* WORK INSTRUCTIONS *
Please count the lines in these records that contain "changed" and give only that count.

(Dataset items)
§ §
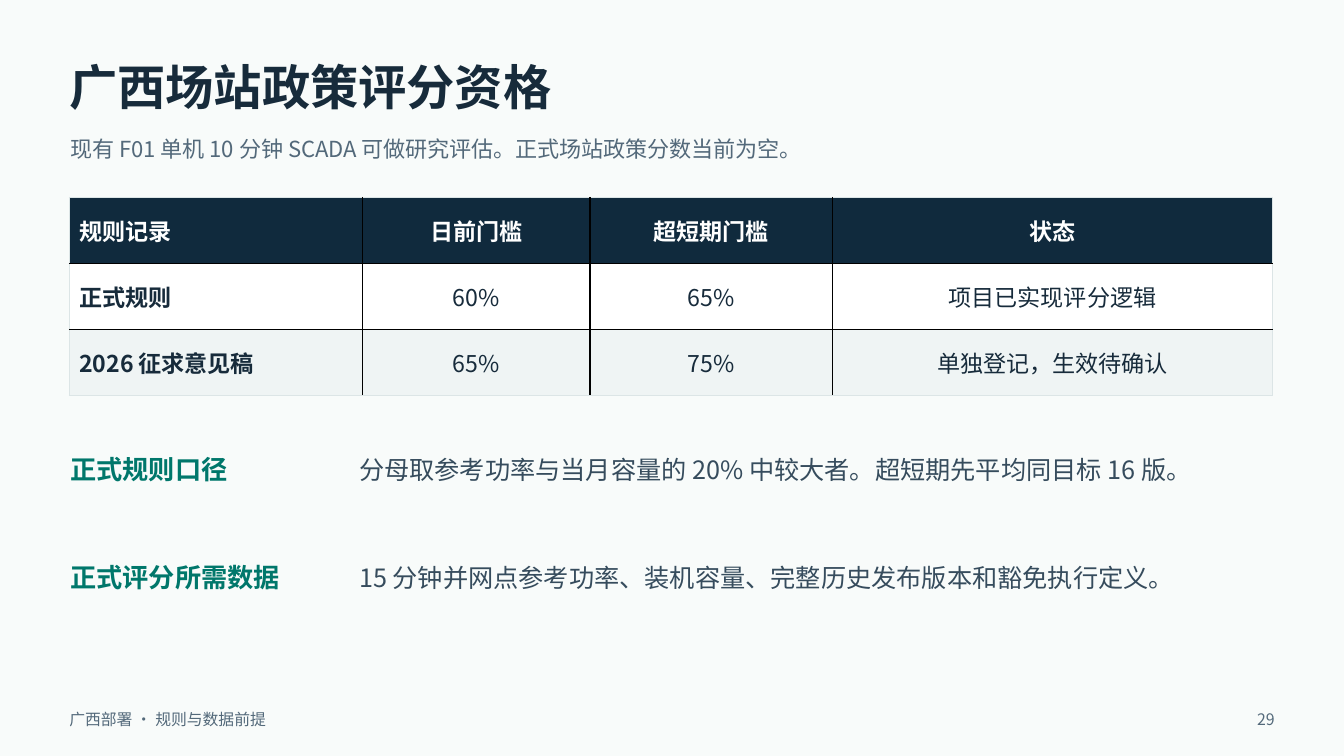
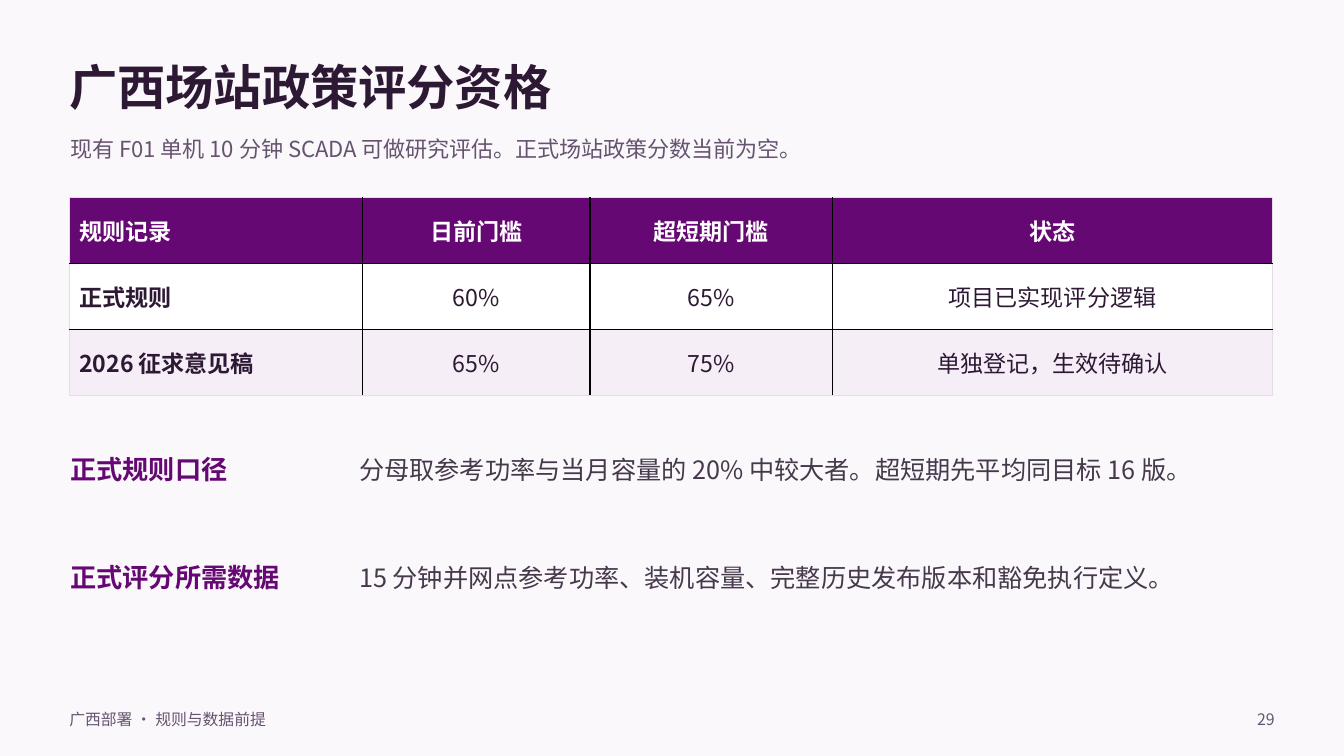
Before and after one commit to Sunhuahai/wind-power-forecasting, a slide deck: slide 29 of docs/研究记录/风电功率预测项目汇报_详版_2026-11-26.pptx. Drawn at 1344x756 pixels with LibreOffice and Linux fonts; fonts in the diff are those of the drawing. Boxes give left, top, right and bottom in pixels: in the first picture for what was removed or moved away, otherwise in the second. Text is boxed around its words. In the diff, an @@ line names an element or a change of style, - is before the commit and + after.

Commit message:
将项目汇报详版配色调整为清华紫

```diff
--- a/docs/研究记录/风电功率预测项目汇报_详版_2026-11-26.pptx
+++ b/docs/研究记录/风电功率预测项目汇报_详版_2026-11-26.pptx
@@ background #F8FBFA to #FBF8FC @@
@@ text "广西场站政策评分资格" at (69,63,551,110): text colour #172B3B to #2E1935 @@
@@ table at (70,198,1273,396) @@
@@ fill #102A3D to #660874 in row 1 @@
@@ fill #EFF4F4 to #F5EEF7 in row 3 @@
@@ text colour #172B3B to #2E1935 in "正式规则", "60%", "65%", "项目已实现评分逻辑" and 4 more places @@
@@ borders changed @@
@@ text "正式规则口径" at (70,457,227,482): text colour #00776B to #660874 @@
@@ text "分母取参考功率与当月容量的 20% 中较大者。超短期先平均同目标 16 版。" at (359,457,1191,481): text colour #364C5D to #45394B @@
@@ text "正式评分所需数据" at (70,564,280,590): text colour #00776B to #660874 @@
@@ text "15 分钟并网点参考功率、装机容量、完整历史发布版本和豁免执行定义。" at (359,565,1174,589): text colour #364C5D to #45394B @@
@@ text colour #53697A to #66536F in 3 elements at (70,138,802,159), (69,711,266,727), (1257,713,1275,725) @@
```
Also in this commit, not shown: 29 other slides changed.
§ §
* RESPONSE TO THIS TASK *
2